# ssmtp email from a script problems [SOLVED]

## dakster

I have a Linksys slug (arm based) running gentoo, and I'm trying to set up sending emails from scripts for this little embedded computer. I've set up a gmail account for this computer and emerged ssmtp successfully. My ssmtp.conf file consists of:

root=postmaster

mailhub=smtp.gmail.com:465

UseTLS=YES

And the command I'm using is:

(echo "Subject: foo sub"; echo; cat testEmail) | ssmtp -au "USERNAME" -ap "PASSWORD" "myemail@gmail.com"

This command proceeds to hang indefinitely. The error I'm getting in my /var/log/messages is:

Jan 14 12:51:15 bubo sSMTP[6906]: Unable to set UseTLS="YES"
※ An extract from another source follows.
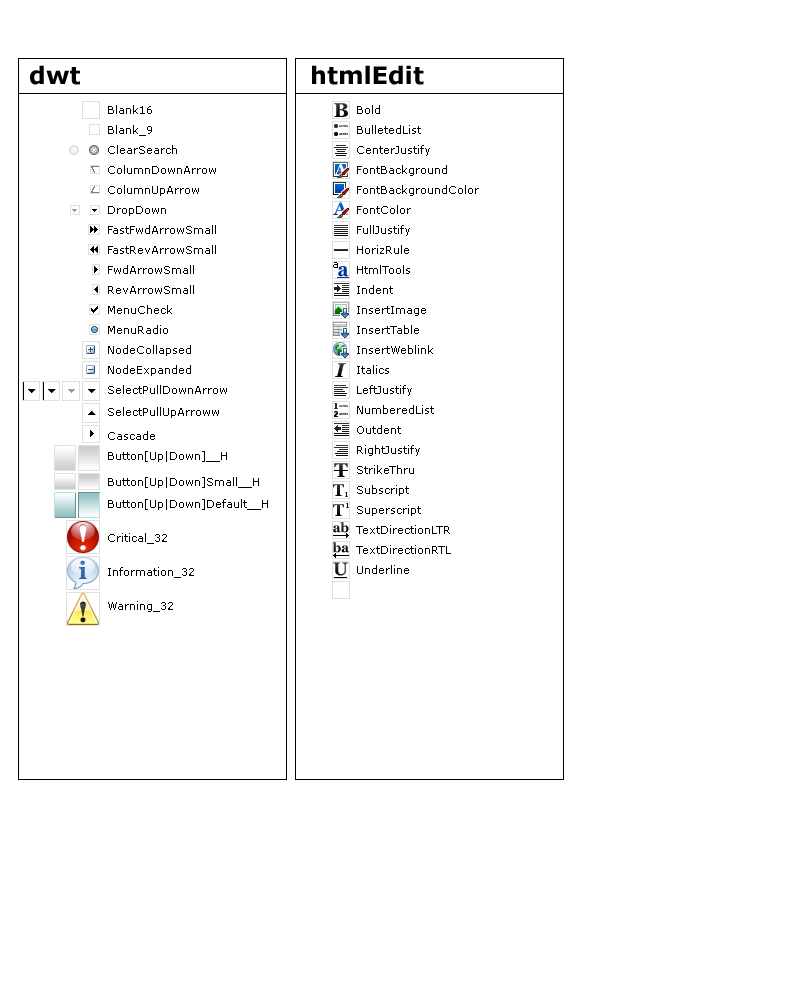
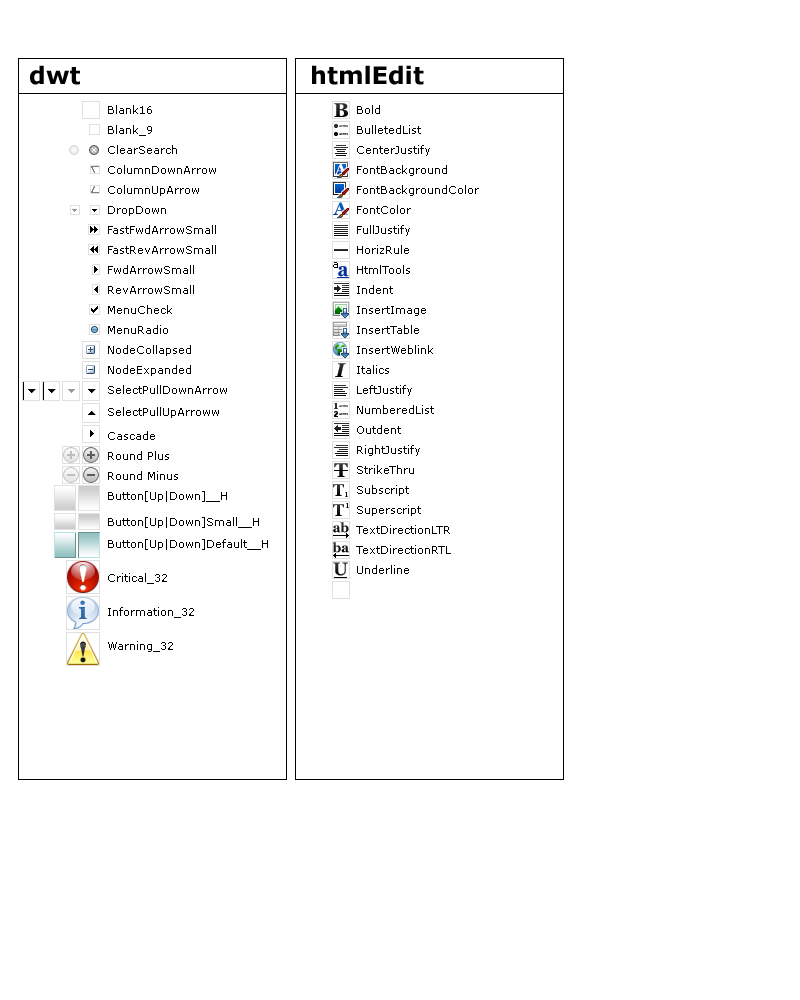
Revision of a layered (800, 1000) image; what changed, layer by layer:
painted on "icon" over bbox(54, 446, 100, 665)
painted on "icon frames" over bbox(54, 445, 100, 666)
painted on "dwt text" over bbox(108, 451, 268, 652)

This pops up immediately in the log when I execute the command. Any tips? I don't know anything about mail systems to be honest, I'm sure it's something simple, but googling hasn't turned up anything....Last edited by dakster on Fri Jan 19, 2007 3:06 pm; edited 1 time in total

----------

## ecosta

I've had a few probs with ssmtp so I changed to msmtp and now I am happy  :Smile: 

This is what I have incase you dicide to give it a go

~/.msmtprc

   account <accountname>

   host <mailserverip>

   from <user@domain.com>

In .muttrc I just set the following

   set sendmail="/usr/bin/msmtp -a <accountname>"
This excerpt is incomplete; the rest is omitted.